4.The programme implies the cessation of late hours.Amusements,both social and entertaining,should be reduced to a minimum and then only in the nature of relaxation from strenuous work..
5.To become a leader it must be accepted that the first requisite for leadership is being able to give wholehearted loyalty,obedience and support to the leader at the time.
I hold that the human being cannot be reduced to the status of a machine--and I attribute the success of the athletes who received their early training at Portsea on my specialized fartlek methods,not so much to the initial ability of the athletes,but to the form of training we favour at Portsea,and the terrain we train upon.The introduction of resistance in the form of sand and hill is too important to be ignored and the track can never fulfill the lack nor the scientific formula replace 'natural and instinctive' effort."
Words of Wisdom from the Master, they're still relevant and needed today. Keep your life and training simple and natural.

Tuesday, August 26, 2014

What It Takes

Dr James Loehr writes that there are nine qualities an athlete must have to attain athletic success. Read the following and evaluate how you stack up against the nine steps.The comments made below the numbered qualities are by Joe Vigil, the outstanding former distance running coach at Adams State College.
An athlete must:
"1. Be self-motivated and self-directed.
Motivation and direction comes from within.
2.Be positive but realistic.
The athlete's trademark is a blend of realism and optimism,with an eye always fixed on success,on what can happen and what is possible.
3.Be in control of his or her emotions.
Anger,frustration,and fear must be controlled or they most certainly will control you.
4.Be calm and relaxed under fire.
Athletes don't avoid pressure.
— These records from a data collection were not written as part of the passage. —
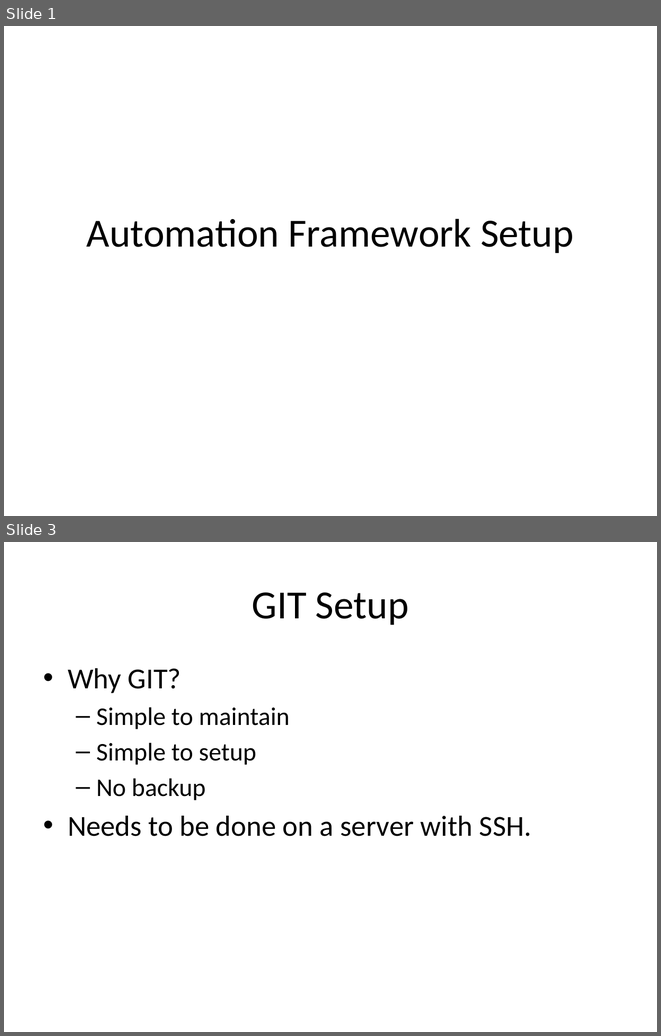
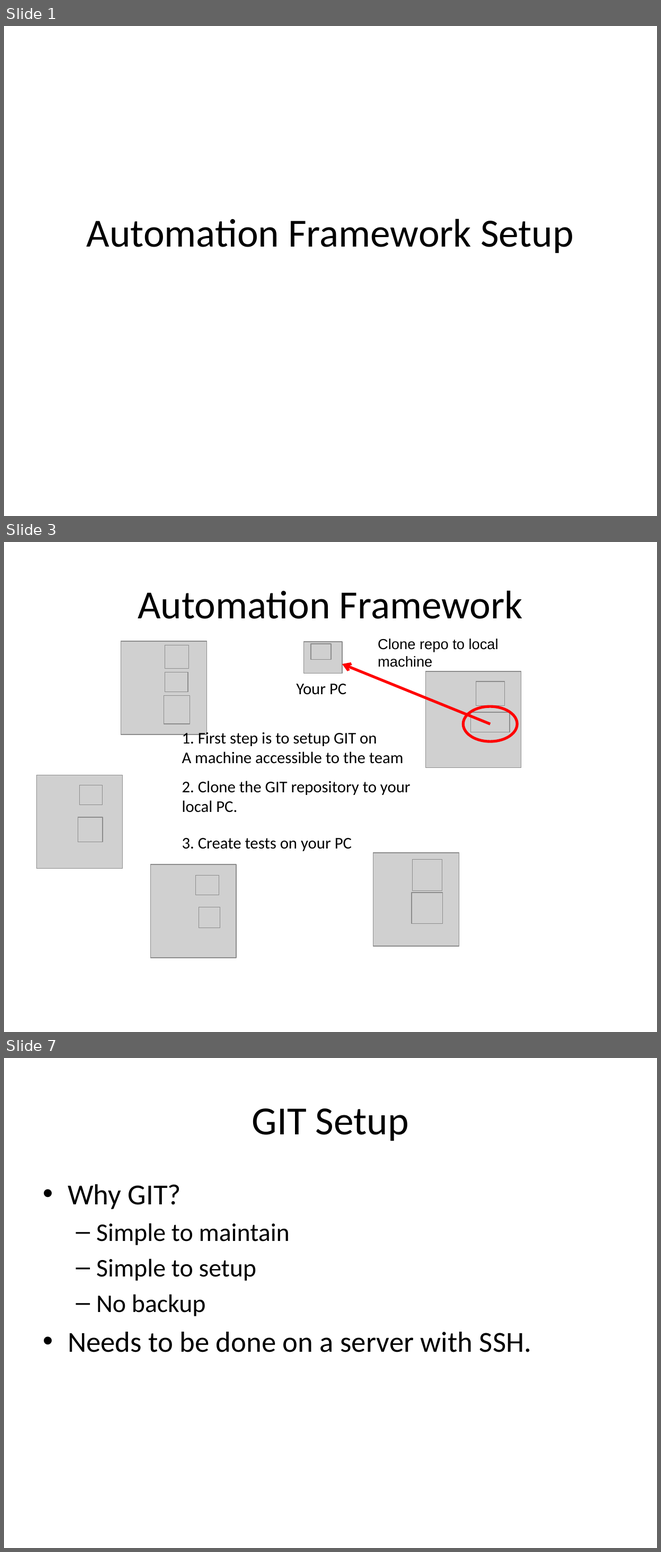
Before and after one commit to phillipsic/SeleniumDriverFramework, a slide deck: AutomationSetup.pptx. Shown one above the other, each under a label of ours: slides 1 and 3 before the commit, slides 1, 3 and 7 after it; the slides between them are not shown. The pictures are 661x1036 and 661x1552 pixels, drawn with LibreOffice and Linux fonts; fonts in the diff are those of the drawing; grey boxes stand for pictures; background and template pictures are left out. Boxes give left, top, right and bottom in pixels: in the first picture for what was removed or moved away, otherwise in the second. Text is boxed around its words. In the diff, an @@ line names an element or a change of style, - is before the commit and + after.

```diff
--- a/AutomationSetup.pptx
+++ b/AutomationSetup.pptx
@@ slide 3 added at bbox=[4, 542, 657, 1032], background #FFFFFF @@
@@ title added at bbox=[138, 590, 523, 619], 44 pt, text #000000 @@
+Automation Framework
@@ picture added at bbox=[303, 642, 342, 673] @@
@@ picture added at bbox=[311, 644, 331, 660] @@
@@ text added at bbox=[378, 638, 498, 667], 16 pt, text #000000 @@
+Clone repo to local machine
@@ arrow added from (491, 724) to (342, 664), #FF0000 3 pt @@
@@ text added at bbox=[296, 684, 346, 695], 18 pt, text #000000 @@
+Your PC
@@ picture added at bbox=[426, 671, 521, 768] @@
@@ picture added at bbox=[476, 682, 505, 706] @@
@@ group added at bbox=[121, 641, 206, 734]: 4 pictures @@
@@ ellipse added at bbox=[463, 706, 517, 742], outline #FF0000 3 pt @@
@@ picture added at bbox=[471, 713, 510, 732] @@
@@ text added at bbox=[182, 730, 404, 764], 18 pt, text #000000 @@
+1. First step is to setup GIT on
+A machine accessible to the team
@@ picture added at bbox=[37, 775, 122, 868] @@
@@ picture added at bbox=[80, 785, 103, 804] @@
@@ text added at bbox=[182, 780, 411, 812], 18 pt, text #000000 @@
+2. Clone the GIT repository to your local PC.
@@ picture added at bbox=[78, 817, 103, 841] @@
@@ text added at bbox=[182, 838, 352, 851], 18 pt, text #000000 @@
+3. Create tests on your PC
@@ picture added at bbox=[373, 853, 459, 946] @@
@@ picture added at bbox=[413, 859, 442, 891] @@
@@ picture added at bbox=[150, 865, 236, 958] @@
@@ picture added at bbox=[196, 875, 219, 894] @@
@@ picture added at bbox=[199, 907, 220, 927] @@
@@ picture added at bbox=[412, 893, 443, 924] @@
@@ what was slide 3 is now slide 7 @@
```
Also in this commit, not shown: 2 slides changed, 4 other slides added, 1 slide removed.

They are challenged by it and are at their best when the pressure is on and the odds are against them.
5.Be highly energetic and ready for action.
The athlete is his own igniter and can do this inspite of fatigue,personal problems or 'bad luck.'
6.Be determined.
They are relentless in their pursuit of  goals.Setbacks are taken in stride as they move forward.
7.Be mentally alert.
Athletes are capable of long and intensive periods of total concentration.They are capable of tuning in that which is important and tuning out that which is not,regardless of the pressure.The athlete has attention control.
8.Be doggedly self confident.
The athlete must display a nearly unshatterable sense of confidence in their ability to perform well.They do not succumb to self defeating thoughts and ideas.
9.Be fully responsible.
The athlete must take responsibility for his or her own actions.There are no excuses.They must be fully aware that their destiny,as an athlete,is in their own hands."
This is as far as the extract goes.